People working in maths teaching jobs in secondary schools will be expected to teach pupils aged 11 upwards relatively basic maths skills, as well as teaching 15-18 year-olds more complex mathematical concepts required to get them through GCSEs and A-levels.
A good maths teacher should be passionate about mathematics as well as about teaching in general; they are committed and dedicated individuals with excellent communication and organisational skills, so it's vital that these kinds of qualities come across at interview.
Not all students like maths, in fact, many will find it positively boring. The key to being a good maths teacher is to find a way to make the subject interesting to even the most disinterested members of the class. The ideal maths teacher is one with a charismatic personality whose enthusiasm for the subject is nothing short of infectious: failing that, a good candidate for a maths teaching position can breathe new life into the subject and assist those pupils who struggle with arithmetic to gain confidence in their skills.
What you need to know to become a maths teacher.

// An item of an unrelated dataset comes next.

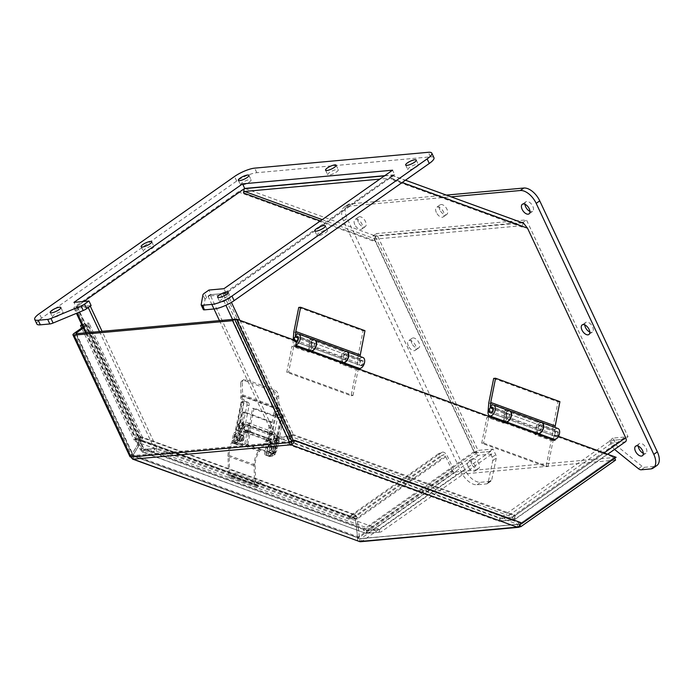 <?xml version="1.0" encoding="UTF-8"?>
<svg xmlns="http://www.w3.org/2000/svg" width="694" height="694" viewBox="0 0 694 694"><rect width="100%" height="100%" fill="white"/><g stroke="black" fill="none" stroke-linecap="round" stroke-linejoin="round"><path stroke-width="0.52" stroke-dasharray="3.47 2.6" d="M240.688 383.747A5.205 3.505 -120.9 0 1 242.041 380.737A5.205 3.505 -120.9 0 1 244.566 380.624L272.881 390.93A5.205 3.505 -120.9 0 1 277.036 396.977L277.418 408.983L241.061 395.754L240.688 383.747L242.249 382.81A5.205 3.505 -120.9 0 1 243.603 379.809A5.205 3.505 -120.9 0 1 246.136 379.687L274.442 389.993A5.205 3.505 -120.9 0 1 278.606 396.048L278.979 408.046A3.149 1.796 -70 0 1 278.884 409.061L278.589 410.536L277.097 410.666L277.418 408.983M241.061 395.754L277.392 409.191M241.885 399.345L243.377 399.215A1.622 1.293 -95.2 0 1 242.753 402.329L243.932 402.754L238.432 430.306L239.916 430.844A0.651 0.512 84.8 0 0 240.098 430.87L238.606 431.009A0.651 0.512 84.8 0 1 238.424 430.983L236.775 430.384A3.149 0.668 11.3 0 1 235.596 429.586A3.149 0.668 11.3 0 1 235.63 429.517L236.047 430.341L241.755 401.774A3.149 0.668 -168.7 0 0 241.104 402.043A3.149 0.668 -168.7 0 0 241.434 402.442L242.406 402.19A1.622 1.293 84.8 0 0 241.885 399.345L241.599 399.241A1.457 1.154 84.8 0 1 240.749 397.436L241.044 395.962M242.249 382.81L242.622 394.808A3.149 1.796 110 0 1 242.536 395.832L242.241 397.298A1.457 1.154 84.8 0 0 243.091 399.102L243.377 399.215M269.992 441.965L271.77 442.607L269.749 441.939A1.622 0.928 110 0 1 269.992 441.965A1.622 0.928 110 0 1 270.374 443.605A1.622 0.928 110 0 1 269.125 445.054L271.059 445.756A1.622 0.928 -70 0 0 272.404 443.57L271.38 442.529A3.149 0.668 11.3 0 1 268.266 441.844L266.774 441.297A0.651 0.512 84.8 0 1 266.392 440.49L267.884 440.36A0.651 0.512 84.8 0 0 268.266 441.167L269.758 441.705L275.258 414.162L276.438 414.587A1.622 1.293 -95.2 0 1 277.062 411.473L275.692 411.655A1.457 1.154 -95.2 0 0 276.108 411.707L277.6 411.577A1.457 1.154 84.8 0 0 278.589 410.536M275.57 411.611A1.622 1.293 84.8 0 0 273.974 413.277L275.18 414.7A3.149 0.668 -168.7 0 0 278.112 415.003L281.695 414.682A3.921 2.229 110 0 1 282.284 414.752A3.921 2.229 110 0 1 283.317 418.213L277.27 448.498A7.816 4.459 110 0 1 271.033 456.418L269.871 456.522A3.253 1.856 110 0 1 269.385 456.461A3.253 1.856 110 0 1 268.526 453.59L269.793 447.24A1.457 0.833 110 0 1 270.955 445.765L271.059 445.756M266.392 440.49L269.975 422.577A0.651 0.512 84.8 0 0 269.602 421.77L243.256 412.184A0.651 0.512 84.8 0 0 242.631 412.626L239.048 430.54A0.651 0.512 84.8 0 1 238.606 431.009M277.097 410.666A1.457 1.154 -95.2 0 1 276.108 411.707M277.062 411.473L277.184 411.516A1.457 1.154 84.8 0 0 277.6 411.577M242.753 402.329L241.434 402.442L242.406 402.19L236.775 430.384M235.63 429.517L237.66 430.193A1.622 0.928 -70 0 0 237.417 430.167L235.63 429.517M242.631 412.626L244.123 412.488L240.54 430.401L239.048 430.54M269.602 421.77L271.094 421.631L244.748 412.045L243.256 412.184M267.884 440.36L271.467 422.438L269.975 422.577M244.123 412.488A0.651 0.512 -95.2 0 1 244.748 412.045M271.094 421.631A0.651 0.512 -95.2 0 1 271.467 422.438M240.098 430.87A0.651 0.512 84.8 0 0 240.54 430.401M236.047 430.341A1.622 0.928 110 0 1 234.702 432.518L234.607 432.527A1.457 0.833 -70 0 0 233.444 434.01L232.169 440.352A3.253 1.856 -70 0 0 233.028 443.232A3.253 1.856 -70 0 0 233.522 443.293L234.685 443.18A7.816 4.459 -70 0 0 240.913 435.268L242.458 427.547A3.904 2.229 110 0 1 239.621 429.23A3.904 2.229 110 0 1 238.589 425.778A3.904 2.229 110 0 1 242.293 421.891A3.904 2.229 110 0 1 243.325 423.219L246.969 404.984A3.921 2.229 -70 0 0 245.936 401.514L248.027 402.277A3.921 2.229 110 0 0 247.437 402.208L243.932 402.754M241.755 401.774L245.346 401.444A3.921 2.229 -70 0 1 245.936 401.514M234.503 436.925A3.904 2.229 110 0 1 238.207 433.039A3.904 2.229 110 0 1 238.962 437.472A3.904 2.229 110 0 1 235.535 440.386A3.904 2.229 110 0 1 234.503 436.925M238.432 430.306L237.417 430.167M278.953 438.643A2.707 1.544 -70 0 0 278.233 436.248A2.707 1.544 -70 0 0 275.856 438.261A2.707 1.544 -70 0 0 276.386 441.341A2.707 1.544 -70 0 0 278.953 438.643M272.473 453.685A3.904 2.229 -70 0 0 275.466 450.224A3.904 2.229 -70 0 0 274.555 446.277A3.904 2.229 -70 0 0 271.128 449.183A3.904 2.229 -70 0 0 271.883 453.616A3.904 2.229 -70 0 0 272.473 453.685M275.258 414.162L279.76 413.98A3.921 2.229 110 0 1 280.35 414.049A3.921 2.229 110 0 1 281.391 417.51L275.336 447.795A7.816 4.459 110 0 1 269.107 455.715L267.945 455.819A3.253 1.856 110 0 1 267.45 455.758A3.253 1.856 110 0 1 266.591 452.887L267.867 446.537A1.457 0.833 110 0 1 269.029 445.062L270.955 445.765M269.749 441.939L270.651 441.852L269.758 441.705M248.027 402.277A3.921 2.229 110 0 1 249.059 405.738L243.004 436.023A7.816 4.459 110 0 1 236.775 443.943L235.613 444.047A3.253 1.856 110 0 1 235.119 443.987A3.253 1.856 110 0 1 234.268 441.115L235.535 434.765A1.457 0.833 110 0 1 236.697 433.29L236.793 433.282A1.622 0.928 -70 0 0 238.042 431.842A1.622 0.928 -70 0 0 237.66 430.193M240.931 437.289A3.253 1.856 -70 0 0 240.072 434.418A3.253 1.856 -70 0 0 237.218 436.838A3.253 1.856 -70 0 0 237.842 440.534A3.253 1.856 -70 0 0 240.931 437.289M242.527 428.918A2.707 1.544 -70 0 0 244.609 426.515A2.707 1.544 -70 0 0 243.976 423.774A2.707 1.544 -70 0 0 241.599 425.795A2.707 1.544 -70 0 0 242.119 428.866A2.707 1.544 -70 0 0 242.527 428.918M243.325 423.219L242.458 427.547M238.224 425.639A3.904 2.229 110 0 1 241.928 421.752A3.904 2.229 110 0 1 242.683 426.185A3.904 2.229 110 0 1 239.257 429.1A3.904 2.229 110 0 1 238.224 425.639M242.579 427.591A3.904 2.229 -70 0 0 243.438 423.262M234.017 436.752A3.904 2.229 110 0 1 237.721 432.865A3.904 2.229 110 0 1 238.476 437.298A3.904 2.229 110 0 1 235.049 440.204A3.904 2.229 110 0 1 234.017 436.752M277.019 437.94A2.707 1.544 110 0 1 274.451 440.638A2.707 1.544 110 0 1 273.93 437.558A2.707 1.544 110 0 1 276.307 435.546A2.707 1.544 110 0 1 277.019 437.94M272.95 453.867A3.904 2.229 -70 0 0 275.952 450.397A3.904 2.229 -70 0 0 275.041 446.45A3.904 2.229 -70 0 0 271.606 449.356A3.904 2.229 -70 0 0 272.369 453.789A3.904 2.229 -70 0 0 272.95 453.867M271.909 446.121A3.253 1.856 110 0 1 272.404 446.181A3.253 1.856 110 0 1 273.037 449.877A3.253 1.856 110 0 1 270.174 452.297A3.253 1.856 110 0 1 269.411 449.009A3.253 1.856 110 0 1 271.909 446.121M243.108 438.088A3.253 1.856 -70 0 0 242.241 435.207A3.253 1.856 -70 0 0 239.387 437.628A3.253 1.856 -70 0 0 240.02 441.323A3.253 1.856 -70 0 0 243.108 438.088M240.558 428.198A2.707 1.544 110 0 1 240.15 428.146A2.707 1.544 110 0 1 239.621 425.075A2.707 1.544 110 0 1 241.998 423.054A2.707 1.544 110 0 1 242.631 425.795A2.707 1.544 110 0 1 240.558 428.198M269.584 445.27A3.253 1.856 110 0 1 270.07 445.331A3.253 1.856 110 0 1 270.703 449.027A3.253 1.856 110 0 1 267.841 451.456A3.253 1.856 110 0 1 267.086 448.168A3.253 1.856 110 0 1 269.584 445.27M242.657 425.457A2.603 1.483 -70 0 0 241.963 423.158A2.603 1.483 -70 0 0 239.682 425.092A2.603 1.483 -70 0 0 240.185 428.051A2.603 1.483 -70 0 0 242.657 425.457M279.162 438.747A2.603 1.483 -70 0 0 278.476 436.448A2.603 1.483 -70 0 0 276.195 438.382A2.603 1.483 -70 0 0 276.698 441.341A2.603 1.483 -70 0 0 279.162 438.747M270.669 433.767L244.609 424.286A4.953 2.819 110 0 1 247.758 422.793A4.953 2.819 110 0 1 248.721 428.406A4.953 2.819 110 0 1 244.375 432.093A4.953 2.819 110 0 1 243.247 430.931L269.307 440.421A4.953 2.819 -70 0 0 270.426 441.584A4.953 2.819 -70 0 0 274.772 437.897A4.953 2.819 -70 0 0 273.818 432.275A4.953 2.819 -70 0 0 270.669 433.767L258.94 450.311L232.88 440.82A15.71 8.961 -70 0 0 227.996 456.227L228.578 475.511A4.398 2.507 -70 0 0 229.861 477.888A4.398 2.507 -70 0 0 231.588 477.567L235.049 474.479L234.867 473.03L231.614 475.937A2.603 1.483 110 0 1 230.469 476.205A2.603 1.483 110 0 1 229.705 474.739L229.133 455.464A13.915 7.938 110 0 1 233.47 441.887L244.913 425.752A3.149 1.796 110 0 1 247.142 424.485A3.149 1.796 110 0 1 247.749 428.059A3.149 1.796 110 0 1 244.991 430.401A3.149 1.796 110 0 1 244.253 429.612L243.247 430.931M244.609 424.286L232.88 440.82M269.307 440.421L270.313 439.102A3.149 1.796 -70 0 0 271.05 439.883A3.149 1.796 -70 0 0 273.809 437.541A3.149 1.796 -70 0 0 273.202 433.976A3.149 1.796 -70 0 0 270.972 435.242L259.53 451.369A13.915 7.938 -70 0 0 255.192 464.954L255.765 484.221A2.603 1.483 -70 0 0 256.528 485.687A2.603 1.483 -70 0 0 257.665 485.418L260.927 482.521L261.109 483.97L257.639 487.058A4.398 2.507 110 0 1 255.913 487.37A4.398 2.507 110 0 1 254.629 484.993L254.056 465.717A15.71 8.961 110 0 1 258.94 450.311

The ideal candidate will be able to show an extensive knowledge of mathematics at a university level and preferably at graduate level: this wide body of knowledge allows a maths teacher to explain concepts to a class with confidence, rather than constantly consulting the answers at the back of his or her textbook. Confidence boosts credibility and trust in the classroom environment.
With so many potential questions that could be asked during the interview by a panel that could number anywhere between six and twelve individuals, it's important to relax and consider every answer. Candidates should not be afraid to take a pause before answering a question to ensure the answer is clear and well thought out rather than blurting out an unfocused ramble simply for the sake of saying something.
Make eye contact and don't forget to thank the panel at the end of the interview and to shake hands. Remember that the panel will always ask a candidate if they have any questions at the end; if a candidate has nothing prepared, it is fine to use this opportunity simply to thank the school for the interview.
Our recruiters in the education sector outline their top interview prep tip below:
Interview questions for secondary maths teachers.
To help you out, we've put together some example interview questions:
- Why do you want to be a maths teacher?
- Describe your teaching method – how would it help pupils get to grips with maths?
- How would you boost a pupil's self-confidence if they were struggling with basic maths skills?
- How do you plan to get girls interested in maths?
- How do you plan to use technology in a typical maths lesson?
- How would you encourage the practical applications of mathematical thinking in everyday life?
General interview questions.
- What are you strengths? What are your weaknesses?
- Are you familiar with this school? What are your impressions of it?
- Why are you the right candidate for the job?
- Would you be interested in participating in after school activities?
- How do you see yourself in five years' time?